Biomom is a selfish, manipulative and unstable person. Time can change people and REALLY hope it has but I'm not counting on it.
 

kim75062

Active Member
I totally agree get out of this odd chat room it's nit let's make a new family. Focus on meeting his daughter. That's enough to manaage without adding the let all chat dynamic to this new situation.


Also I told hubby to direct the blame toward me for leaving the chat group. It was literally there first day of contact. He told her that he said some things that upset his wife and thinks it's better to have a relationship of their own without her biomom Involved. Daughter said she understood and is fine with that. (She Also told hubby to apologize and bring me chocolate and flowers )

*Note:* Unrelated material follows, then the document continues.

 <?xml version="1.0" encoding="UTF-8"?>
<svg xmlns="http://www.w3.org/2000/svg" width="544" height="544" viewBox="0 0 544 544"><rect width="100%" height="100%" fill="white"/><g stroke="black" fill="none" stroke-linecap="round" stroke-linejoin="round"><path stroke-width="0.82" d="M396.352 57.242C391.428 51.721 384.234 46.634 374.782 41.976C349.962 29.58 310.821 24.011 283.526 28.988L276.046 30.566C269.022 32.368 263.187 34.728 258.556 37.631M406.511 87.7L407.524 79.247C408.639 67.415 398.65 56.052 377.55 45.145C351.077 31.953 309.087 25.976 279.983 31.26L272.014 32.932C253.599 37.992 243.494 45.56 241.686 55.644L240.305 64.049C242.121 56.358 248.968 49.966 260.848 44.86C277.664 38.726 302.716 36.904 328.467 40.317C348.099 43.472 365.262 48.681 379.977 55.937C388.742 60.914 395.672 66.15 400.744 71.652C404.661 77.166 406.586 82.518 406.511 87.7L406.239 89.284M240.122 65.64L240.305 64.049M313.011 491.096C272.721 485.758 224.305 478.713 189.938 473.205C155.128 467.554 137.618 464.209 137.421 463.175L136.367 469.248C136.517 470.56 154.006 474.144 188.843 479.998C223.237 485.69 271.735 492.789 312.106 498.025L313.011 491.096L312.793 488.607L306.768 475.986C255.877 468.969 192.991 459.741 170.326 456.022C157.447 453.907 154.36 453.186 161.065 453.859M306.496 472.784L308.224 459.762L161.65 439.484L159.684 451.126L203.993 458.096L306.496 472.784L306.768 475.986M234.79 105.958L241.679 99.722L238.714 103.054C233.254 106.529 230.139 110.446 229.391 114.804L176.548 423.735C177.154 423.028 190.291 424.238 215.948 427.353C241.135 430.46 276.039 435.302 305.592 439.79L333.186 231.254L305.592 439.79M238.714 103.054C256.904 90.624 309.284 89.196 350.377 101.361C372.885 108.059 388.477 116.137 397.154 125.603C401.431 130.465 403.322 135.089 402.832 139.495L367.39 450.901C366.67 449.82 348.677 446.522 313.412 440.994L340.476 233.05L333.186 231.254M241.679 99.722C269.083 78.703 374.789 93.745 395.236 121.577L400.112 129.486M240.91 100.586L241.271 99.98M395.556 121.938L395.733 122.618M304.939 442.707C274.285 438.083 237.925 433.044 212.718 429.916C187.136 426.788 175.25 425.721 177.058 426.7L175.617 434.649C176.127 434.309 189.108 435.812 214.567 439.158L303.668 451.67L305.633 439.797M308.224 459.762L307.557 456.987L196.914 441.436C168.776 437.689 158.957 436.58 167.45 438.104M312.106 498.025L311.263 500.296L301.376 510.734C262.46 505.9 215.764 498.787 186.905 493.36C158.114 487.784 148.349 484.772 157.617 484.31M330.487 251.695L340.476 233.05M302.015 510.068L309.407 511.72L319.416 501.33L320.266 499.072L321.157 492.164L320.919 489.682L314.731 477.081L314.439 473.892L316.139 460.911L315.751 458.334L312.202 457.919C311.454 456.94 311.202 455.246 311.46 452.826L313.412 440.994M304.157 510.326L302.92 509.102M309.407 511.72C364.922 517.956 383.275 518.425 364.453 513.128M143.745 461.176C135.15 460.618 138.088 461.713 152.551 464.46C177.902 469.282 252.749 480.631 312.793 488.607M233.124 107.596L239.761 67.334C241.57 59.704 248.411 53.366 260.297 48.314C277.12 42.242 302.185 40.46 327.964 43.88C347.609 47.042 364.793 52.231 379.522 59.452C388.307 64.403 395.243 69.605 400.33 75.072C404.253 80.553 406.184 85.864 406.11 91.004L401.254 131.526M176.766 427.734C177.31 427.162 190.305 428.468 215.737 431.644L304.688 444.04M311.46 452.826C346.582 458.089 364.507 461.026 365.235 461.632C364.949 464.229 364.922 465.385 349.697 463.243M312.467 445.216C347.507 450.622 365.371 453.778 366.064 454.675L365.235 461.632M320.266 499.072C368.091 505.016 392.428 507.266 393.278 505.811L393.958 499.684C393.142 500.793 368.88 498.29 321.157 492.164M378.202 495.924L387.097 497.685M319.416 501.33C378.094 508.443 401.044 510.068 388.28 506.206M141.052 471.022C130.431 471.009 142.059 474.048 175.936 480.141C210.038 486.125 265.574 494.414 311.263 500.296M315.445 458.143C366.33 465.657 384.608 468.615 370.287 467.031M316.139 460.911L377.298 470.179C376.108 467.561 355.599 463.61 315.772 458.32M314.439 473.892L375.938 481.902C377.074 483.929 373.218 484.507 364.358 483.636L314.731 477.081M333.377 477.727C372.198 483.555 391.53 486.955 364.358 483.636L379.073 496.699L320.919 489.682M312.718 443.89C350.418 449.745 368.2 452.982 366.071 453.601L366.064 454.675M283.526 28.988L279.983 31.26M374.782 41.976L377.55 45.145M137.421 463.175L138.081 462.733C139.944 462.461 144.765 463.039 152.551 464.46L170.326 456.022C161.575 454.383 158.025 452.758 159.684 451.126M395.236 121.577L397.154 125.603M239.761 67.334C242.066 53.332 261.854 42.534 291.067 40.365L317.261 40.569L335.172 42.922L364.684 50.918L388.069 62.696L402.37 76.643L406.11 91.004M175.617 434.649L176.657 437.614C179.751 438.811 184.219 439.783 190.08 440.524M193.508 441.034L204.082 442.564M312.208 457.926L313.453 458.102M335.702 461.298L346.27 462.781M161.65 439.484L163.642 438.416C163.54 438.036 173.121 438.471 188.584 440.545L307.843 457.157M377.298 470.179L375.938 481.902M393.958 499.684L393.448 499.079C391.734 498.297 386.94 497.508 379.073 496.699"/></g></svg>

I'm completely fine with being labeled the "jealous new wife". It couldn't be the further from the truth anyway lol
 

kim75062

Active Member
I honestly don't think a family trip is a bad idea. As long as you manage the meeting time with your husband and adopted D appropriately so your kids don't feel giped of his time. Also that Dad has time to decompress post meeting would be important factors. She having a home base and he having family support at hand is kind of a nice thought. Manage it well and it looks like you are thinking ahead. Pre Christmas on a school break might be ok. But if things go poorly the fall out could interfere with the holidays for everyone.
I agree with SWOT. Every situation is so unique and different. Don't you wish there was a easy button for this stuff?
Best of luck with your decision.


That was my way of thinking. The place where we'd be is about 45 mins from daughters home. I figured we'd stay about a week, donsome family stuff for the first few days (we still have friends and in law family in the area as well) and then invite his daughter to meet him, then our children etc if she felt ready for that. Somehow our daughters seem completey fine with the entire situation so far. I hoping it's because we raised loving compassionate little people but preparing for the emotional explosion of jealousy.
 

Littleboylost

Long road but the path ahead holds hope.
That was my way of thinking. The place where we'd be is about 45 mins from daughters home. I figured we'd stay about a week, donsome family stuff for the first few days (we still have friends and in law family in the area as well) and then invite his daughter to meet him, then our children etc if she felt ready for that. Somehow our daughters seem completey fine with the entire situation so far. I hoping it's because we raised loving compassionate little people but preparing for the emotional explosion of jealousy.
I agree with SWOT take the meeting if other family members as a flexible plan depending upon how the meeting goes with bio dad.